- Born: February 5, 1918 Baltimore, Maryland, U.S.
- Died: January 31, 2020 (aged 101) Malibu, California
- Education: Johns Hopkins University, Ohio State University
- Awards: 1996 Cooley-Mead Award from the American Sociological Association
- Scientific career
- Fields: Social psychology
- Workplaces: University of California, Los Angeles, Ohio State University

= Melvin Seeman =

American social psychologist (1918–2020)

Melvin Seeman (February 5, 1918 – January 31, 2020) was an American social psychologist and emeritus professor of sociology at the University of California, Los Angeles (UCLA). He is known for researching social isolation. Seeman turned 100 in February 2018.

==Biography==
Seeman was born in Baltimore, Maryland, and received his Ph.D. from Ohio State University in 1947. He subsequently taught at Ohio State for several years, and eventually became an associate professor there.
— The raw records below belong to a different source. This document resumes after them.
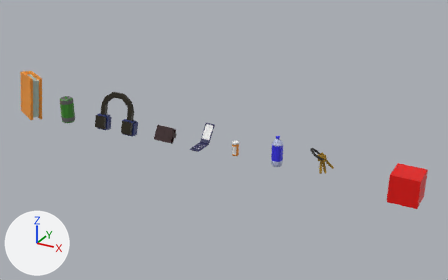
The Blender file Blender/items.blend as it was, and as the next commit left it.
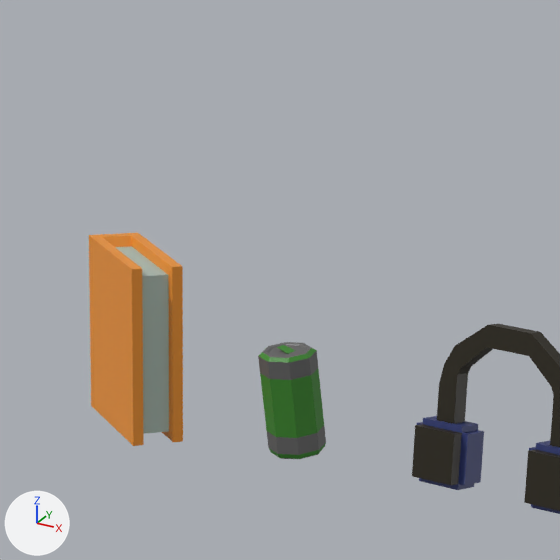
Each version appears first whole from a 50 mm camera at (2.11, -11.54, 6.06) aimed at (-4.38, 0.26, 0.15), and next in a close-up on the part from 0% to 29% of the width and 6% to 52% of the height. Lighting does not change. The marker at lower left points along +X, +Y and +Z. The first two pictures are the older version.

Script lines for the objects in view, before the commit:
```python
me_cube = bpy.data.meshes.new('Cube')
me_cube.from_pydata(...)  # 52 vertices, 50 faces; spans x -1.0..1.0, y -1.0..1.0, z -1.0..1.0
# faces by material slot: [45, 5]
me_cube.materials.append(mat_meds_primary)  # orange #f09530
me_cube.materials.append(mat_book_pages)  # light grey #adc0b8
me_cube_004 = bpy.data.meshes.new('Cube.004')
me_cube_004.from_pydata(...)  # 228 vertices, 227 faces; spans x -3.17..3.17, y -1.49..3.77, z -1.01..1.88
# faces by material slot: [159, 68]
me_cube_004.materials.append(mat_headphones)  # dark blue #313b74
me_cube_004.materials.append(mat_headphones_secondary)  # black #25200e
me_cylinder = bpy.data.meshes.new('Cylinder')
me_cylinder.from_pydata(...)  # 90 vertices, 87 faces; spans x -1.0..1.0, y -1.0..1.0, z -0.96..1.11
# faces by material slot: [29, 58]
me_cylinder.materials.append(mat_energydrink)  # green #398628
me_cylinder.materials.append(mat_energydrink_metal)  # grey #737373
ob_book_col = bpy.data.objects.new('Book-col', me_cube)
ob_book_col.location = (-10.085, -0.156, 0.43)
ob_book_col.rotation_euler = (-0.104, -1.449, 1.19)  # degrees (-6, -83, 68)
ob_book_col.scale = (0.558, 0.43, 0.154)
ob_energydrink_col = bpy.data.objects.new('EnergyDrink-col', me_cylinder)
ob_energydrink_col.location = (-8.902, -0.086, 0.191)
ob_energydrink_col.scale = (0.172, 0.172, 0.321)
ob_headphones_col = bpy.data.objects.new('Headphones-col', me_cube_004)
ob_headphones_col.location = (-7.32, -0.041, 0.174)
ob_headphones_col.rotation_euler = (1.347, 0.0, 0.0)  # degrees (77, 0, 0)
ob_headphones_col.scale = (0.191, 0.191, 0.0762)
```
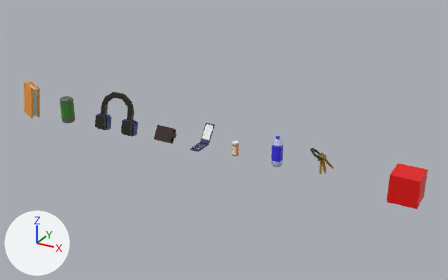
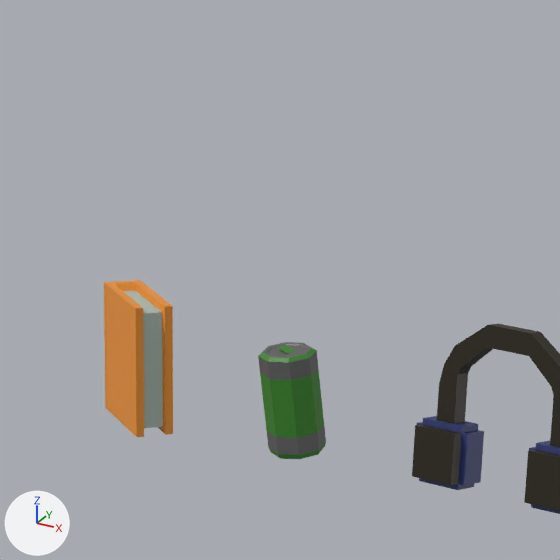
The change in detail:
Object 'Book-col' (ob_book_col) moves from (-10.085, -0.156, 0.43) to (-10.085, -0.156, 0.297).
Object 'Book-col' (ob_book_col) is rescaled from (0.558, 0.43, 0.154) to (0.411, 0.317, 0.113).

Boxes [x1, y1, x2, y2] around the edits, measured in the close-ups (560 x 560 px):
'Book-col', moved, rescaled (26% narrower, 26% shorter): before [89, 233, 183, 446]; after [104, 280, 173, 437]

He also served as the director of Ohio State's Operations Research Group from 1956 to 1958. In 1959, he joined the faculty at UCLA, where he chaired the sociology department from 1977 to 1980. He taught at UCLA for 29 years before he retired. He has been the editor-in-chief of Sociometry, associate editor of the American Sociological Review, and the president of the Pacific Sociological Association.

==Awards==
In 1996, Seeman received the Cooley-Mead Award from the American Sociological Association's Section on Social Psychology.